Enhancing plant defense: carbon dots for efficient spray-induced gene silencing 

Ectopic RNA application for plant defense faces challenges in tree crops, including size, diffusion, and stability of active compounds such as ribonucleoproteins and nucleic acids. While existing strategies involve expressing dsRNA in transgenic plants targeting pathogens, our research strives to develop a transient RNAi system based on Spray-Induced Gene Silencing (SIGS). This approach aims to circumvent legal barriers and public concerns associated with genetically modified organisms (GMOs). Our strategy integrates SIGS with branched polyethyleneimine-functionalized Carbon Dots (bPEI-CDs) as nanocarriers, effectively addressing unique delivery challenges in plant defense as RNA stability and uptake enhancement. We developed a cost-effective microwave-assisted protocol for the synthesis of 10 nm monodispersed bPEI-CDs. These molecules showed over 50% dsRNA protection against RNase III degradation at a 200:1 (w/w) ratio. We further demonstrated their capability to enhance cellular uptake by successfully delivering fluorolabeled-dsRNAs (Cy3-RNA) complexed with CDs into intact plant tissue-cultured cells. Notably, Cy3-RNA sprayed with CD on the surface of greenhouse grapevine leaves through a low-pressure spray application penetrated stomata cells and neighboring cells.
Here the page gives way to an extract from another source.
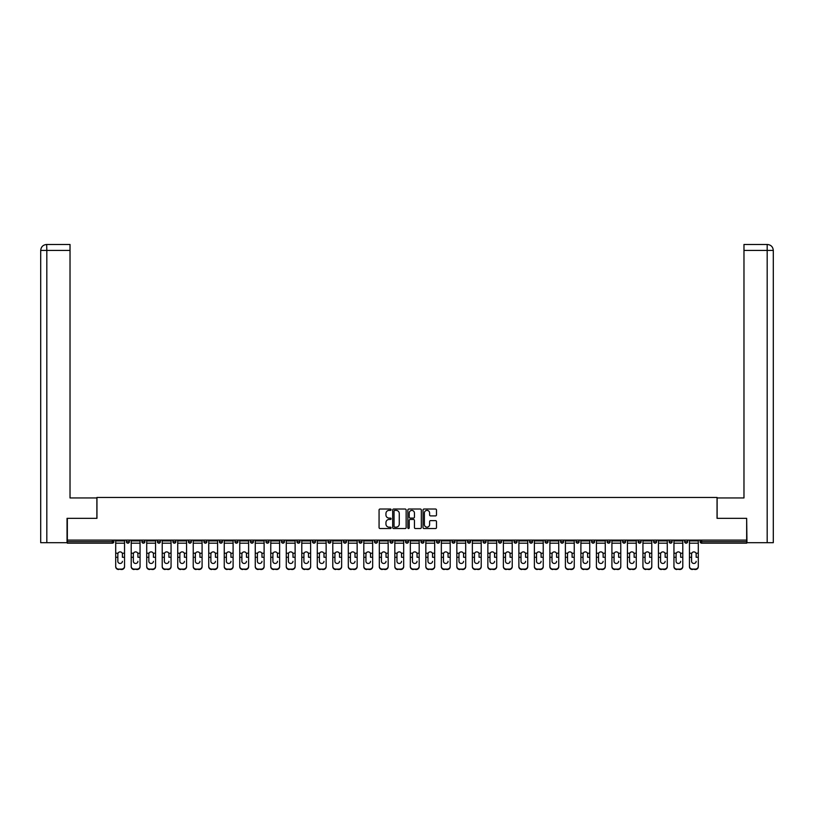 <?xml version="1.0" encoding="UTF-8"?>
<svg xmlns="http://www.w3.org/2000/svg" width="814" height="814" viewBox="0 0 814 814"><rect width="100%" height="100%" fill="white"/><g stroke="black" fill="none" stroke-linecap="round" stroke-linejoin="round"><path stroke-width="1.22" d="M391.096 509.706A0.682 0.682 0 0 0 390.415 509.025L380.046 509.025A0.977 0.977 0 0 0 379.07 510.002L379.07 527.564A0.977 0.977 0 0 0 380.046 528.54L390.415 528.54A0.682 0.682 0 0 0 391.096 527.848A0.682 0.682 0 0 0 390.415 527.167L389.072 527.167A3.124 3.124 0 0 1 385.948 524.043L385.948 522.588A3.124 3.124 0 0 1 389.072 519.464L390.415 519.464A0.682 0.682 0 0 0 391.096 518.783A0.682 0.682 0 0 0 390.415 518.091L389.072 518.091A3.124 3.124 0 0 1 385.948 514.977L385.948 513.512A3.124 3.124 0 0 1 389.072 510.388L390.415 510.388A0.682 0.682 0 0 0 391.096 509.706M435.51 515.903A0.977 0.977 0 0 0 436.487 514.926L436.487 510.002A0.977 0.977 0 0 0 435.51 509.025L424.002 509.025A0.977 0.977 0 0 0 423.026 510.002L423.026 527.564A0.977 0.977 0 0 0 424.002 528.54L435.51 528.54A0.977 0.977 0 0 0 436.487 527.564L436.487 521.611A0.977 0.977 0 0 0 435.51 520.634L430.586 520.634A0.977 0.977 0 0 0 429.609 521.611L429.609 524.562A2.615 2.615 0 0 1 427.004 527.167A2.615 2.615 0 0 1 424.389 524.562L424.389 512.993A2.615 2.615 0 0 1 427.004 510.388A2.615 2.615 0 0 1 429.609 512.993L429.609 514.926A0.977 0.977 0 0 0 430.586 515.903L435.51 515.903M46.815 542.684L40.7 542.684L40.7 250.437L46.815 250.437L46.673 244.475L70.024 244.475L70.024 250.437L46.815 250.437L46.815 542.684L67.043 542.684L67.043 518.335L96.958 518.335L96.958 497.456L717.042 497.456L717.042 518.335L746.662 518.335L746.662 540.099L67.338 540.099L67.338 541.686L112.373 541.686L112.373 540.099M67.338 518.335L67.338 540.099M406.145 510.002A0.977 0.977 0 0 0 405.168 509.025L393.661 509.025A0.977 0.977 0 0 0 392.684 510.002L392.684 527.564A0.977 0.977 0 0 0 393.661 528.54L405.168 528.54A0.977 0.977 0 0 0 406.145 527.564L406.145 510.002M408.832 509.025L420.339 509.025A0.977 0.977 0 0 1 421.316 510.002L421.316 527.564A0.977 0.977 0 0 1 420.339 528.54L415.415 528.54A0.977 0.977 0 0 1 414.438 527.564L414.438 520.441A0.977 0.977 0 0 0 413.461 519.464L410.195 519.464A0.977 0.977 0 0 0 409.218 520.441L409.218 527.848A0.682 0.682 0 0 1 408.536 528.54A0.682 0.682 0 0 1 407.855 527.848L407.855 510.002A0.977 0.977 0 0 1 408.832 509.025M113.858 540.099L113.858 541.686A1.496 1.496 0 0 1 112.373 543.182L67.338 543.182L67.338 541.686M746.662 540.099L746.662 543.182L701.627 543.182A1.496 1.496 0 0 1 700.142 541.686L700.142 540.099M126.384 540.099L126.384 541.686L126.384 540.099M112.373 543.182A1.496 1.496 0 0 0 113.858 541.686A1.496 1.496 0 0 1 112.373 543.182L112.373 541.686L113.858 541.686M127.879 543.182A1.496 1.496 0 0 1 126.384 541.686A1.496 1.496 0 0 0 127.879 543.182A1.496 1.496 0 0 0 129.365 541.686L129.365 540.099L129.365 541.686A1.496 1.496 0 0 1 127.879 543.182A1.496 1.496 0 0 1 126.384 541.686L129.365 541.686A1.496 1.496 0 0 1 127.879 543.182M141.89 540.099L141.89 541.686L141.89 540.099M144.872 540.099L144.872 541.686A1.496 1.496 0 0 1 143.386 543.182A1.496 1.496 0 0 1 141.89 541.686A1.496 1.496 0 0 0 143.386 543.182A1.496 1.496 0 0 0 144.872 541.686A1.496 1.496 0 0 1 143.386 543.182A1.496 1.496 0 0 1 141.89 541.686L144.872 541.686M157.397 540.099L157.397 541.686L157.397 540.099M160.378 540.099L160.378 541.686L160.378 540.099M172.904 541.686A1.496 1.496 0 0 0 174.4 543.182A1.496 1.496 0 0 0 175.885 541.686A1.496 1.496 0 0 1 174.4 543.182A1.496 1.496 0 0 0 175.885 541.686L175.885 540.099L175.885 541.686L172.904 541.686A1.496 1.496 0 0 0 174.4 543.182A1.496 1.496 0 0 1 172.904 541.686L172.904 540.099M188.41 540.099L188.41 541.686L188.41 540.099M191.392 540.099L191.392 541.686L191.392 540.099M206.898 540.099L206.898 541.686A1.496 1.496 0 0 1 205.413 543.182A1.496 1.496 0 0 1 203.917 541.686L203.917 540.099M220.92 543.182A1.496 1.496 0 0 0 222.405 541.686L222.405 540.099L222.405 541.686A1.496 1.496 0 0 1 220.92 543.182A1.496 1.496 0 0 1 219.424 541.686L219.424 540.099M234.931 540.099L234.931 541.686L234.931 540.099M237.912 540.099L237.912 541.686A1.496 1.496 0 0 1 236.426 543.182A1.496 1.496 0 0 1 234.931 541.686L237.912 541.686A1.496 1.496 0 0 1 236.426 543.182M253.419 540.099L253.419 541.686A1.496 1.496 0 0 1 251.933 543.182A1.496 1.496 0 0 1 250.437 541.686L250.437 540.099M267.44 543.182A1.496 1.496 0 0 0 268.925 541.686L268.925 540.099L268.925 541.686A1.496 1.496 0 0 1 267.44 543.182A1.496 1.496 0 0 1 265.944 541.686L265.944 540.099M284.432 540.099L284.432 541.686A1.496 1.496 0 0 1 282.946 543.182A1.496 1.496 0 0 1 281.451 541.686L281.451 540.099M296.957 540.099L296.957 541.686L296.957 540.099M299.939 540.099L299.939 541.686A1.496 1.496 0 0 1 298.453 543.182A1.496 1.496 0 0 1 296.957 541.686L299.939 541.686A1.496 1.496 0 0 1 298.453 543.182M315.445 540.099L315.445 541.686L312.464 541.686A1.496 1.496 0 0 0 313.96 543.182A1.496 1.496 0 0 1 312.464 541.686L312.464 540.099M329.467 543.182A1.496 1.496 0 0 0 330.952 541.686L330.952 540.099L330.952 541.686A1.496 1.496 0 0 1 329.467 543.182A1.496 1.496 0 0 1 327.971 541.686L327.971 540.099M346.459 540.099L346.459 541.686A1.496 1.496 0 0 1 344.973 543.182A1.496 1.496 0 0 1 343.477 541.686L343.477 540.099M358.984 540.099L358.984 541.686L358.984 540.099M361.965 540.099L361.965 541.686A1.496 1.496 0 0 1 360.48 543.182A1.496 1.496 0 0 1 358.984 541.686L361.965 541.686A1.496 1.496 0 0 1 360.48 543.182M377.482 540.099L377.482 541.686A1.496 1.496 0 0 1 375.987 543.182A1.496 1.496 0 0 1 374.491 541.686L374.491 540.099M389.998 541.686L392.989 541.686A1.496 1.496 0 0 1 391.493 543.182A1.496 1.496 0 0 0 392.989 541.686L392.989 540.099L392.989 541.686A1.496 1.496 0 0 1 391.493 543.182A1.496 1.496 0 0 1 389.998 541.686L389.998 540.099M408.496 540.099L408.496 541.686A1.496 1.496 0 0 1 407 543.182A1.496 1.496 0 0 1 405.504 541.686L405.504 540.099M421.011 540.099L421.011 541.686L421.011 540.099M424.002 540.099L424.002 541.686L424.002 540.099M436.518 540.099L436.518 541.686L436.518 540.099M439.509 540.099L439.509 541.686A1.496 1.496 0 0 1 438.013 543.182A1.496 1.496 0 0 1 436.518 541.686L439.509 541.686A1.496 1.496 0 0 1 438.013 543.182M452.035 540.099L452.035 541.686L452.035 540.099M455.016 540.099L455.016 541.686L455.016 540.099M467.541 540.099L467.541 541.686L467.541 540.099M470.523 540.099L470.523 541.686A1.496 1.496 0 0 1 469.027 543.182A1.496 1.496 0 0 1 467.541 541.686A1.496 1.496 0 0 0 469.027 543.182A1.496 1.496 0 0 0 470.523 541.686A1.496 1.496 0 0 1 469.027 543.182A1.496 1.496 0 0 1 467.541 541.686L470.523 541.686M486.029 540.099L486.029 541.686A1.496 1.496 0 0 1 484.534 543.182A1.496 1.496 0 0 1 483.048 541.686L483.048 540.099M501.536 540.099L501.536 541.686L498.555 541.686A1.496 1.496 0 0 0 500.04 543.182A1.496 1.496 0 0 1 498.555 541.686L498.555 540.099M517.043 540.099L517.043 541.686A1.496 1.496 0 0 1 515.547 543.182A1.496 1.496 0 0 1 514.061 541.686L514.061 540.099M529.568 540.099L529.568 541.686L529.568 540.099M532.549 540.099L532.549 541.686A1.496 1.496 0 0 1 531.054 543.182A1.496 1.496 0 0 1 529.568 541.686A1.496 1.496 0 0 0 531.054 543.182A1.496 1.496 0 0 1 529.568 541.686L532.549 541.686A1.496 1.496 0 0 1 531.054 543.182M548.056 540.099L548.056 541.686A1.496 1.496 0 0 1 546.56 543.182A1.496 1.496 0 0 1 545.075 541.686L545.075 540.099M563.563 540.099L563.563 541.686L560.581 541.686A1.496 1.496 0 0 0 562.067 543.182A1.496 1.496 0 0 1 560.581 541.686L560.581 540.099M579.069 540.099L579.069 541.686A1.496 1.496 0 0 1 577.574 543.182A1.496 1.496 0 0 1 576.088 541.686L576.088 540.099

Ultimately, the ability of dsRNA complexed with CD to trigger RNA interference was confirmed using a 21 nucleotide-dsRNA targeting eGFP . Ongoing work quantitatively compares, through qPCR, the reduced expression of GFP on eGFP-expressing transgenic microvine leaves sprayed with CD-complexed and naked siRNA. This innovative approach, leveraging CDs, aims to tackle critical barriers in dsRNA delivery, particularly by addressing cell wall-related limitations in plant. This research marks a pivotal step in optimizing RNA-based grapevine defense strategies, and propelling sustainable viticulture practices forward.